Even within open societies, the parallels persist. China uses the United Front to influence diasporas and institutions abroad; Turkey deploys its religious directorate and migrant networks in Europe as instruments of soft coercion. Neither tool is ornamental. Both erode resilience from within, making adversaries hesitate. Ankara has crushed Kurdish aspirations with decades of military campaigns, political bans, and linguistic erasure, while simultaneously denying the Armenian genocide.

Beijing has erased Tibetan identity through forced assimilation, exile of the Dalai Lama, and restrictions on language and faith, while running mass internment and “re-education” camps for Uyghurs in Xinjiang.

The irony is acute: Turkey at times postures as the Uyghurs’ patron in the name of pan-Turkic solidarity yet cynically silences its own minorities. Both regimes follow the same pattern – erasing peoples and rewriting history at home, while demanding recognition of expansive claims abroad.

For Singapore, small states at crossroads are most vulnerable to maps drawn elsewhere. The Strait of Malacca carries 40 per cent of global trade and 80 per cent of China’s energy – making it a chokehold overnight.
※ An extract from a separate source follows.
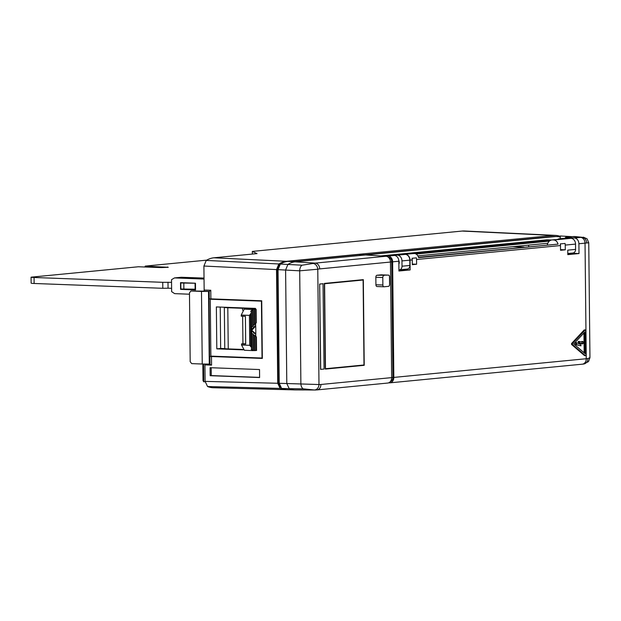 <?xml version="1.0" encoding="UTF-8"?>
<svg xmlns="http://www.w3.org/2000/svg" width="621" height="621" viewBox="0 0 621 621"><rect width="100%" height="100%" fill="white"/><g stroke="black" fill="none" stroke-linecap="round" stroke-linejoin="round"><path stroke-width="0.93" d="M585.541 355.631A0.753 0.45 92.1 0 0 585.983 354.839L585.727 330.636A0.753 0.45 92.1 0 0 585.052 330.054L572.64 343.374A0.753 0.45 92.1 0 0 572.647 344.671L585.316 355.554A0.753 0.45 92.1 0 0 585.541 355.631M582.785 343.234L582.42 343.902L584.237 342.831L582.754 341.472L583.01 342.218L579.137 341.449L580.037 344.158L576.474 342.676L576.482 344.655L581.039 345.773L580.154 343.095L582.785 343.234L580.154 343.11M398.783 260.455A3.377 2.701 84.5 0 1 399.272 262.373A3.377 2.701 84.5 0 1 398.861 264.181M559.7 239.201A6.924 5.542 84.5 0 1 560.142 239.139L561.485 239.007A6.924 5.542 84.5 0 1 562.23 239L559.529 238.813A3.749 3.004 -95.5 0 0 559.125 238.813A3.749 3.004 -95.5 0 0 557.759 239.395M252.351 254.067L252.328 251.404L462.179 231.051A45.015 26.843 92.1 0 1 464.508 230.996L555.446 235.39A44.029 26.253 92.1 0 0 553.164 235.452L286.529 261.309L213.903 257.793A44.813 26.719 -87.9 0 0 206.242 260.424L203.905 266.036L204.154 290.015L210.775 290.263L210.868 298.872L209.293 298.903L209.215 291.42L210.775 290.263M262.326 358.185L212.359 356.182M210.271 299.229L261.433 301.146L262.023 358.038L210.868 356.12L210.271 299.229L261.728 300.913M286.685 389.67A44.029 26.253 -87.9 0 1 285.932 389.662L213.29 387.729A44.813 26.719 -87.9 0 1 207.561 386.526L205.116 381.379L204.938 364.884A1.126 0.668 92.1 0 0 204.689 364.038M212.359 356.314L209.898 356.555L211.474 356.524L211.559 365.132L209.277 364.077L208.516 291.459L209.215 291.42L203.494 291.202A1.126 0.668 92.1 0 0 204.154 290.015M252.328 251.404L257.024 253.616L213.903 257.793M281.655 388.451L279.225 383.312L286.793 383.53L289.231 388.668L281.655 388.451A44.006 26.237 92.1 0 0 287.438 389.701L294.967 389.903A43.928 26.191 92.1 0 0 295.309 389.91L315.002 390.004A43.284 25.81 -87.9 0 1 314.358 389.988L303.343 388.839L289.231 388.668A43.928 26.191 92.1 0 0 294.967 389.903M279.225 383.312L278.037 269.654L280.35 264.057L302.047 265.198L313.038 263.49A5.628 4.456 76.5 0 1 317.773 269.227L299.702 270.818L278.037 269.654M313.038 263.49A43.284 25.81 -87.9 0 1 315.243 263.118L288.035 261.379A44.006 26.237 92.1 0 0 280.35 264.057M288.035 261.379L358.791 254.517L385.998 256.256A5.628 4.502 84.5 0 1 390.454 262.039L319.699 268.901A37.656 22.457 92.1 0 0 317.773 269.227L318.984 384.531A5.628 4.518 92.7 0 1 314.358 389.988M366.312 254.882L295.557 261.744A43.928 26.191 92.1 0 0 287.927 264.391L285.606 269.988L286.793 383.53L318.984 384.531A37.656 22.457 92.1 0 0 320.91 384.484L391.665 377.622L390.454 262.039M363.332 279.644L324.372 283.417L325.264 369.091L364.224 365.311L363.332 279.644M320.56 369.386L319.668 284.038L323.029 283.712L324.069 369.06L320.56 369.386M383.84 286.778L377.102 286.522A1.879 1.118 -87.9 0 1 377.017 286.529A1.879 1.118 -87.9 0 1 376.8 286.483A1.894 1.126 92.1 0 1 375.922 284.736L375.845 277.245A1.894 1.126 92.1 0 1 376.955 275.25L381.434 274.816A1.894 1.126 92.1 0 1 381.519 274.816A1.894 1.126 92.1 0 1 381.752 274.862M391.665 377.622A5.628 4.502 84.5 0 1 387.69 383.056L316.935 389.918A5.628 4.502 84.5 0 0 320.91 384.484M325.264 368.882L364.224 365.311M363.106 280.009L324.597 283.743L325.489 368.719L363.999 364.985L363.106 280.009L324.372 283.471M320.715 369.386L319.668 284.038M319.823 284.045L323.176 283.719M383.902 275.553A1.879 1.118 92.1 0 0 382.8 277.533L382.878 285.016A1.879 1.118 92.1 0 0 383.925 286.786A1.879 1.118 92.1 0 0 384.019 286.786L388.498 286.351A1.879 1.118 92.1 0 0 389.592 284.371L389.514 276.881A1.879 1.118 92.1 0 0 388.467 275.119A1.879 1.118 92.1 0 0 388.381 275.119L376.792 275.289M259.609 377.389L211.287 375.581L211.21 367.733M202.85 364.022L203.028 380.51L203.595 381.698L205.124 381.775M210.03 364.038L209.898 356.555M190.95 291.008L189.467 292.825L190.189 361.694L191.71 363.627L202.244 364.022L201.483 291.404L190.95 291.008L203.719 291.125M208.516 291.459L201.483 291.404M209.277 364.077L202.244 364.022M385.346 256.217L387.147 256.038M413.695 253.461L551.013 240.148M549.344 241.142L416.086 254.067M551.557 240.001L546.868 239.822L380.983 255.906M417.855 255.868L547.823 243.269M560.305 238.705L560.289 237.121A42.903 25.577 92.1 0 0 556.734 236.57L555.228 236.508A42.903 25.577 92.1 0 0 553.179 236.57L365.024 254.82M556.734 236.57A42.903 25.577 92.1 0 0 554.677 236.632L366.398 254.889M203.587 364.03L203.773 381.721M204.03 278.084L181.262 277.269L174.493 277.921L171.52 279.675L171.644 291.66L174.656 293.64L189.475 294.214M182.822 282.734L180.804 282.99L180.866 288.975L195.53 289.223M180.587 289.378L180.517 282.64L195.468 283.215L195.537 289.953L180.587 289.378L182.885 289.052M174.493 277.921L204.045 279.054M210.868 298.872L261.728 300.781L262.334 358.426L211.474 356.524M280.335 387.318L278.394 383.211L277.199 269.514L279.054 265.035A42.903 25.577 92.1 0 1 279.574 264.732M206.242 260.424L278.845 263.979L276.531 269.584L277.719 383.273L280.149 388.412L207.561 386.526M278.845 263.979A44.029 26.253 -87.9 0 1 286.529 261.309M285.932 389.662A44.029 26.253 -87.9 0 1 280.149 388.412M560.282 236.391A44.029 26.253 92.1 0 0 555.446 235.39M210.084 367.694L259.524 369.549L259.609 377.545L210.17 375.689L210.084 367.694M516.998 246.816L516.99 246.258M528.657 245.124L528.673 246.622M211.287 375.581L210.17 375.689M255.782 336.473L255.759 333.811M255.673 326.033L255.65 323.355M255.503 309.235L255.487 308.404L216.364 306.937L216.807 348.862L243.285 349.856M220.222 307.084L220.657 348.443L216.807 348.862M220.657 348.443L224.88 348.598M255.743 326.041L255.829 333.819L251.753 330.318L255.743 326.041L254.843 326.002L251.629 329.448M251.427 310.484A5.628 3.353 92.1 0 0 250.768 311.486L251.451 311.99L251.016 313.38L249.425 315.367L241.243 315.064L244.185 309.111L252.988 309.483A5.628 3.353 92.1 0 0 252.32 309.739L252.995 309.91L253.166 326.18L252.724 326.654L252.553 310.283L251.427 310.484L251.443 311.983M252.988 309.483L252.995 309.91A5.628 3.353 92.1 0 0 252.553 310.283M245.699 343.832L242.943 343.724L242.656 316.236L242.927 343.731L241.546 343.887L245.699 344.042L245.411 316.337L241.258 316.182L241.243 315.064M249.425 315.367L249.735 345.315L251.373 347.364L251.831 348.668L251.163 349.064A5.628 3.353 92.1 0 0 251.839 349.933L252.972 350.159A5.628 3.353 92.1 0 0 253.422 350.446L254.99 350.609L254.835 335.534L253.259 334.921M251.016 313.38L251.373 347.364M251.451 311.99L251.831 348.668M244.612 350.283L253.376 350.632A5.628 3.353 92.1 0 1 252.747 350.508L253.422 350.446L253.252 334.176L252.801 333.788L252.972 350.159M254.276 324.993L254.113 309.483L254.563 309.437L253.88 309.382L254.556 309.312L254.719 324.511L253.158 325.194M254.556 309.312L256.131 309.281L256.271 322.85L254.711 323.525M254.385 335.146L254.548 350.655M252.801 333.788L251.676 333.562M251.831 348.676L251.839 349.933M255.829 333.819L254.92 333.78L251.652 330.97M251.606 326.856L252.724 326.654M255.968 336.504L256.419 336.892L256.558 350.461L256.108 350.5L255.968 336.504L254.843 336.279M242.57 310.182L242.555 308.295L227.806 307.744L228.241 348.917L242.889 349.468M256.131 309.281L250.931 309.056L255.495 308.614M255.681 309.328L255.829 323.324M241.546 343.887L241.561 345.004L249.735 345.315M244.371 350.291L241.561 345.004M255.736 336.458L255.705 333.811M255.627 326.033L255.596 323.362M254.99 350.492L256.108 350.5M255.495 308.482L254.967 308.389M228.241 348.917A8.624 0.559 179.4 0 1 224.763 348.505L224.328 307.333A8.624 0.559 179.4 0 1 224.445 307.24M246.77 308.078L246.778 308.816M242.555 308.295L245.637 308.039M227.806 307.744A8.624 0.559 179.4 0 1 224.328 307.333M251.66 308.264L244.185 309.111M206.739 260.137L145.221 266.106L144.934 266.976M145.221 266.106L168.283 267.309L161.243 267.589L138.351 266.766L31.073 277.176L31.135 283.16A7.506 0.481 -0.6 0 0 34.132 283.479L162.811 288.299L162.749 282.314L171.551 282.338M180.804 282.99L195.468 283.238M195.072 283.223L195.134 289.215M183.816 283.098L183.878 289.091M182.822 282.796L183.265 282.749M167.996 282.206L168.058 288.198L171.613 288.33M168.058 288.198L162.811 288.299M31.073 277.176A7.506 0.481 -0.6 0 0 34.07 277.486L162.749 282.314M559.125 238.813L566.965 238.053A3.749 3.004 84.5 0 1 567.369 238.053L559.529 238.813M573.882 252.724L573.889 253.36L579.005 253.554L567.804 254.633L567.757 250.147L575.597 249.386A3.749 3.004 84.5 0 1 572.95 253.003L567.796 253.508M393.388 254.889L401.228 254.129A3.749 3.004 84.5 0 1 401.632 254.121L393.792 254.882A3.749 3.004 -95.5 0 0 393.388 254.889A3.749 3.004 -95.5 0 0 391.975 255.51M402.02 266.215L409.86 265.454A3.749 3.004 84.5 0 1 407.213 269.079L399.373 269.84A3.749 3.004 -95.5 0 0 402.02 266.215L401.966 260.921A5.628 4.502 84.5 0 0 397.51 255.146L393.792 254.882M398.923 269.84L399.055 269.848A3.749 3.004 -95.5 0 0 399.373 269.84M409.86 265.454L409.806 260.16A5.628 4.502 84.5 0 0 405.35 254.385L401.632 254.121M547.295 244.814A7.211 5.775 84.5 0 1 547.629 243.743A6.924 5.542 84.5 0 1 552.038 239.923A6.924 5.542 84.5 0 1 552.775 239.916L553.8 239.985A5.628 4.502 84.5 0 1 558.046 244.131L418.5 257.304M404.116 254.3A7.211 5.775 84.5 0 1 404.706 254.3L414.347 253.508A5.628 4.502 84.5 0 1 418.593 257.653L558.046 244.131M405.575 254.362A5.628 4.502 84.5 0 1 410.031 260.137L410.132 269.925L398.938 271.012L398.829 261.224A5.628 4.502 -95.5 0 0 394.382 255.448L388.172 256.046A5.628 4.502 84.5 0 1 392.627 261.829L393.83 377.413A5.628 4.502 84.5 0 1 389.864 382.846A5.628 4.502 84.5 0 1 389.499 382.862L388.575 382.854M412.057 258.289A5.628 4.502 84.5 0 1 412.266 259.92L412.313 264.655L416.613 264.243L416.567 259.508A5.628 4.502 84.5 0 0 416.357 257.87L412.057 258.289M565.289 249.821L565.242 245.085A5.628 4.502 84.5 0 0 565.032 243.455L560.282 243.913A5.628 4.502 84.5 0 1 560.491 245.551L560.546 250.286L565.289 249.821L560.538 249.642M553.8 239.985L571.087 238.309A5.628 4.502 84.5 0 1 575.543 244.092L575.597 249.386M579.005 253.554L578.896 243.766A5.628 4.502 -95.5 0 0 574.441 237.983L565.452 237.354L565.459 238.2M584.656 330.038A0.753 0.45 92.1 0 0 584.144 330.015L571.731 343.335A0.753 0.45 92.1 0 0 571.747 344.632L584.415 355.522A0.753 0.45 92.1 0 0 584.64 355.6M571.087 238.309L567.369 238.053M552.038 239.923L554.274 239.706A6.924 5.542 84.5 0 1 555.019 239.698L560.887 239.132A6.924 5.542 84.5 0 0 560.142 239.139M512.845 246.661L523.961 247.073M589.95 357.634L588.537 361.569L583.593 364.038A5.628 4.999 -97.2 0 0 587.893 358.573L589.95 357.634L588.747 242.764L586.682 242.974A5.628 4.991 -98.3 0 0 581.737 237.253L575.325 236.585A43.586 25.989 92.1 0 0 572.733 236.624L565.452 237.354M416.613 264.243L412.313 264.08M409.907 253.733A6.924 5.542 84.5 0 1 410.349 253.663L412.585 253.446A6.924 5.542 84.5 0 1 413.33 253.438L414.347 253.508M410.349 253.663A6.924 5.542 84.5 0 1 411.086 253.655L413.33 253.438M404.092 254.292L410.465 253.679A7.211 5.775 84.5 0 1 411.071 253.655M410.132 269.925L405.016 269.739L405.008 269.289M554.724 239.69L560.266 239.147A7.211 5.775 84.5 0 1 560.864 239.132L562.23 239M573.889 253.36L567.796 253.95M572.259 236.671L560.274 235.988L560.289 237.121M581.046 345.773L575.582 344.624L575.52 342.722L576.467 342.676L575.574 342.645M582.42 343.902L581.52 343.863L581.877 343.203M582.032 342.024L581.846 341.441L582.731 341.48M578.989 343.724L578.19 341.534L579.129 341.449L578.229 341.418M585.075 353.628L573.765 343.91L584.842 332.018L585.075 353.628M583.95 332.98L584.058 342.668M584.058 343.056L584.159 352.844M387.147 255.976L387.155 256.527M388.265 257.179A4.502 3.602 84.5 0 1 391.719 261.79L392.93 377.382A4.502 3.602 84.5 0 1 390.33 381.605M568.657 253.865L568.65 253.422M393.83 377.413L587.893 358.573M586.682 242.974L578.896 243.766M405.668 254.183A7.211 5.775 84.5 0 1 405.823 254.191L411.086 253.655M405.016 269.739L398.93 270.329M319.699 268.901A5.628 4.502 84.5 0 0 315.243 263.118L385.998 256.256M316.57 389.934A43.284 25.81 -87.9 0 1 315.002 390.004L316.935 389.918M303.343 388.839A5.628 3.245 90.6 0 1 300.882 383.693L299.702 270.818A5.628 3.229 93.4 0 1 302.047 265.198M382.8 277.533L375.845 277.269M382.878 285.016L375.922 284.76M388.381 275.119L381.131 274.847M211.559 365.132L204.938 364.884M208.92 291.451L209.681 364.069M554.677 236.632L553.179 236.57M279.225 383.242L278.394 383.211M278.037 269.545L277.199 269.514M276.531 269.584L203.905 266.036M205.116 381.379L277.719 383.273M553.164 235.452L462.179 231.051M250.473 313.939L250.822 346.797M34.07 277.486L34.132 283.479M167.515 266.976L167.515 267.379M146.424 266.192L146.432 267.03M412.266 259.92L410.031 260.137M560.491 245.551L416.567 259.508M565.242 245.085L575.543 244.092M398.829 261.224L392.627 261.829M389.864 382.846L582.273 364.185A5.628 4.502 -95.5 0 0 586.247 358.752L585.036 243.168A5.628 4.502 84.5 0 0 580.581 237.393L572.733 236.624M552.775 239.916L555.019 239.698M405.35 254.385L397.51 255.146M409.806 260.16L401.966 260.921M582.715 341.597L581.807 341.566M582.397 343.77L581.489 343.731M581.039 345.773L580.138 345.734M576.482 344.655L575.582 344.624M576.443 344.585L575.543 344.554M576.428 342.753L575.52 342.722M579.09 341.566L578.19 341.534M572.64 343.374L571.731 343.335M585.052 330.054L584.144 330.015M585.316 355.554L584.415 355.522M572.647 344.671L571.747 344.632M390.454 261.915L391.719 261.79M391.665 377.498L392.93 377.382M574.441 237.983L580.581 237.393M404.706 254.3L405.823 254.191M388.172 256.046L394.382 255.448M383.925 286.786L377.017 286.529M388.467 275.119L381.178 274.839M582.754 341.472L581.846 341.441M585.308 329.93L584.408 329.898M585.502 355.631L584.602 355.6M583.593 364.038L582.273 364.185M583.321 237.152L587.109 238.844L588.747 242.764"/></g></svg>

With a large Chinese diaspora at home, Singapore embodies the dual vulnerability Beijing exploits: seas as battlegrounds, societies as soft bases.

The Red Sea crisis showed this playbook: Houthis, sustained via Turkish-linked networks, turned Bab el-Mandeb into a chokepoint that forced rerouting and spiked insurance – leverage from a narrow strait Beijing could replicate in Malacca.

For Australia, the lesson is immediate: maps are weapons, ports leverage, proxies statecraft, drones attrition. Coercion needs no conquest; power is wielded by maps and cheap drones overhead. Studying Turkey as China’s beta prepares Canberra for the same playbook. Turkey’s experiments are rehearsals of Beijing’s coercion – soon on Australia’s doorstep.

The mirror also works both ways: Turkey offers the rehearsal for China, and China the scale that explains Turkey. Together they form a single playbook – tested in the Mediterranean, deployed across the Indo-Pacific, where blue maps and waters are 21st-century battlegrounds.

Shay Gal is a strategic analyst and adviser specialising in international security, crisis management, and diplomatic strategy. He advises senior government and defence leaders on complex strategic challenges, while also operating globally on power relations, geopolitical strategy, and public diplomacy, with a focus on their impact on policymaking and decision making.